Not sure what you mean with the comparison to a yard.. We sell it between 12.50 & 14.50 a bag...depending on count.


----------



## Chieftkp (Sep 16, 2007)

Yea it's expensive stuff, $14.50 for 50lb bag. Over $700 a pallet. That's the price I got quoted in NH.


----------



## Pennings Garden (Dec 11, 2006)

That's what I mean, I can get it for $12.50 a bag if I buy a full pallet. Or I can get it bulk by the ton (or yard) for about 140 a ton.
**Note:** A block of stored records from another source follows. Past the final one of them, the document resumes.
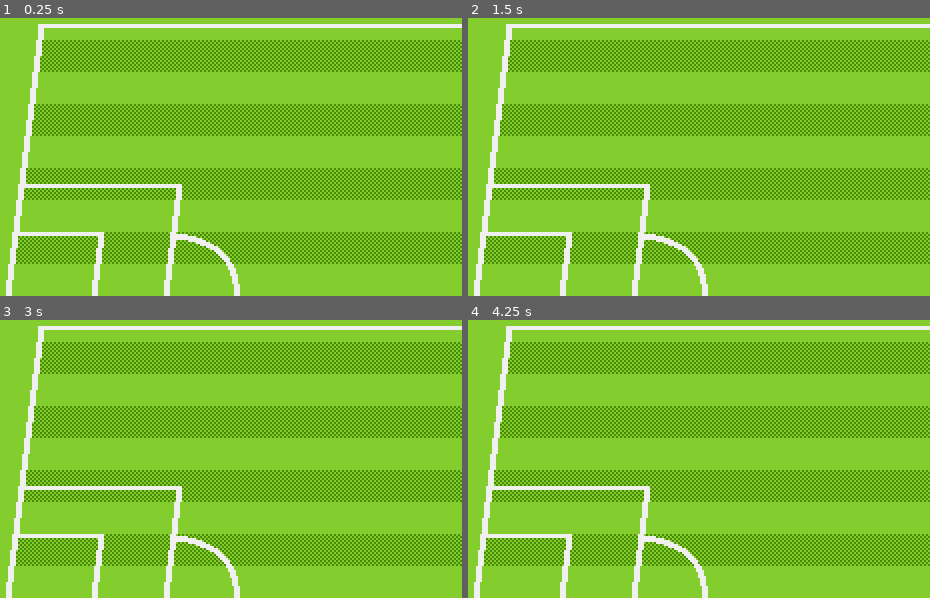
Above: before the commit, frames 1-4 (two rows, left to right).
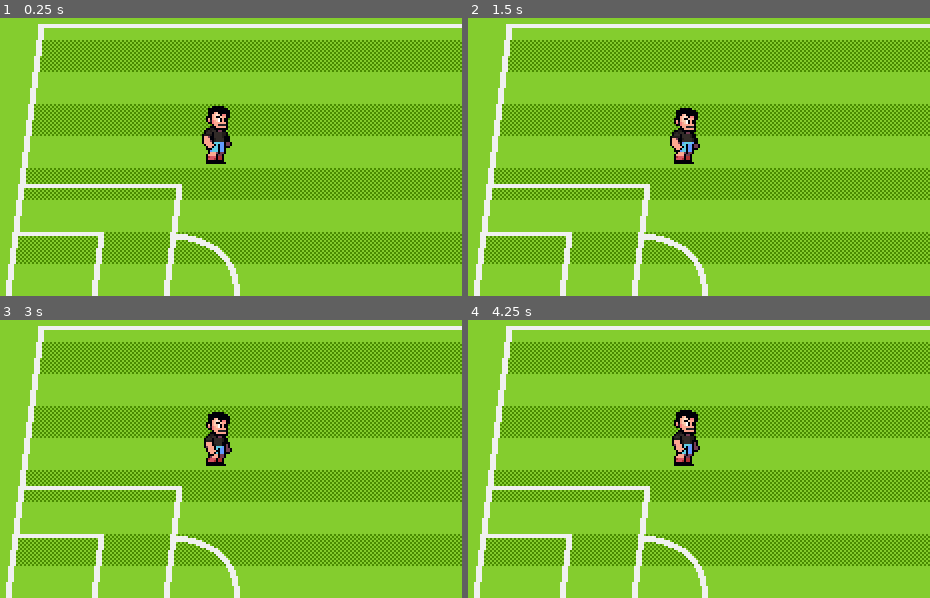
Above: after the commit, the same moments.

Repository: hiwllc/soccer
Game: Godot game, scene res://Scenes/world.tscn
Two runs of this game, one before a commit and one after it. Both use one fixed random seed, a clock stepped at 60 frames per second and the inputs below.
Inputs:
- Up to frame 1 (0.25 s): no input
- Up to frame 2 (1.5 s): no input
- Up to frame 3 (3 s): no input
- Up to frame 4 (4.25 s): no input

The runs differ from the first frame. In frame 1, 1.0% of the frame differs, in the area x 43-51%, y 31-53%; in frame 2, 0.9%; in frame 3, 0.9%; in frame 4, 0.9%.

Commit message:
add: add player with idle animation

Diff:
--- /dev/null
+++ b/Scenes/characters/player.tscn
@@ -0,0 +1,66 @@
+[gd_scene load_steps=6 format=3 uid="uid://b8wtoy8ndbht6"]
+
+[ext_resource type="Texture2D" uid="uid://bu5nlsfonstc" path="res://assets/art/characters/soccer-player.png" id="1_pmukk"]
+
+[sub_resource type="Animation" id="Animation_pmukk"]
+resource_name = "idle"
+length = 0.6
+loop_mode = 1
+step = 0.15
+tracks/0/type = "value"
+tracks/0/imported = false
+tracks/0/enabled = true
+tracks/0/path = NodePath("PlayerSprite:frame")
+tracks/0/interp = 1
+tracks/0/loop_wrap = true
+tracks/0/keys = {
+"times": PackedFloat32Array(0, 0.15, 0.3, 0.45000002),
+"transitions": PackedFloat32Array(1, 1, 1, 1),
+"update": 1,
+"values": [0, 1, 2, 3]
+}
+
+[sub_resource type="Animation" id="Animation_yh67s"]
+length = 0.001
+tracks/0/type = "value"
+tracks/0/imported = false
+tracks/0/enabled = true
+tracks/0/path = NodePath("PlayerSprite:frame")
+tracks/0/interp = 1
+tracks/0/loop_wrap = true
+tracks/0/keys = {
+"times": PackedFloat32Array(0),
+"transitions": PackedFloat32Array(1),
+"update": 1,
+"values": [0]
+}
+
+[sub_resource type="AnimationLibrary" id="AnimationLibrary_5cv2o"]
+_data = {
+&"RESET": SubResource("Animation_yh67s"),
+&"idle": SubResource("Animation_pmukk")
+}
+
+[sub_resource type="CapsuleShape2D" id="CapsuleShape2D_pmukk"]
+radius = 4.0
+height = 18.0
+
+[node name="Player" type="CharacterBody2D"]
+
+[node name="PlayerSprite" type="Sprite2D" parent="."]
+texture = ExtResource("1_pmukk")
+centered = false
+offset = Vector2(-16, -32)
+hframes = 6
+vframes = 13
+
+[node name="AnimationPlayer" type="AnimationPlayer" parent="."]
+libraries = {
+&"": SubResource("AnimationLibrary_5cv2o")
+}
+autoplay = "idle"
+
+[node name="CollisionShape2D" type="CollisionShape2D" parent="."]
+position = Vector2(0, -3)
+rotation = 1.5707964
+shape = SubResource("CapsuleShape2D_pmukk")
--- a/Scenes/world.tscn
+++ b/Scenes/world.tscn
@@ -1,24 +1,28 @@
-[gd_scene load_steps=4 format=3 uid="uid://dw5m4io1834fm"]
+[gd_scene load_steps=5 format=3 uid="uid://dw5m4io1834fm"]
 
 [ext_resource type="Texture2D" uid="uid://djt0ijmkyfjvk" path="res://assets/art/backgrounds/pitch-background.png" id="1_5a7ea"]
 [ext_resource type="Texture2D" uid="uid://dnbqekj6186sn" path="res://assets/art/backgrounds/pitch-pattern.png" id="2_8j60k"]
 [ext_resource type="Texture2D" uid="uid://2614kpiflqhs" path="res://assets/art/backgrounds/pitch-lines.png" id="3_fo5ed"]
+[ext_resource type="PackedScene" uid="uid://b8wtoy8ndbht6" path="res://Scenes/characters/player.tscn" id="4_8j60k"]
 
 [node name="World" type="Node2D"]
 
-[node name="Background" type="Node2D" parent="."]
+[node name="Backgrounds" type="Node2D" parent="."]
 
-[node name="Grass" type="Sprite2D" parent="Background"]
+[node name="Grass" type="Sprite2D" parent="Backgrounds"]
 modulate = Color(0.5176471, 0.8039216, 0.18039216, 1)
 texture = ExtResource("1_5a7ea")
 centered = false
 
-[node name="Pattern" type="Sprite2D" parent="Background"]
+[node name="Pattern" type="Sprite2D" parent="Backgrounds"]
 modulate = Color(0.28627452, 0.54509807, 0, 1)
 texture = ExtResource("2_8j60k")
 centered = false
 
-[node name="Lines" type="Sprite2D" parent="Background"]
+[node name="Lines" type="Sprite2D" parent="Backgrounds"]
 modulate = Color(0.9411765, 0.9411765, 0.9411765, 1)
 texture = ExtResource("3_fo5ed")
 centered = false
+
+[node name="Player" parent="." instance=ExtResource("4_8j60k")]
+position = Vector2(158, 114)

In bags a ton will cost me $500.-. Maybe I should re-think this whole "I'll get tail gate spreader instead of a v-box and safe a little money this year" theory I got going....


----------



## Triple L (Nov 1, 2005)

so whats the retail for magic by the tonne... $140.. wow, were gettin jipped up here... Our reg. bulk salt is goin for 120 a tonne... why is everthing up here 2-3x what u guys get it for??? tymusic


----------



## RacerBren (Nov 6, 2005)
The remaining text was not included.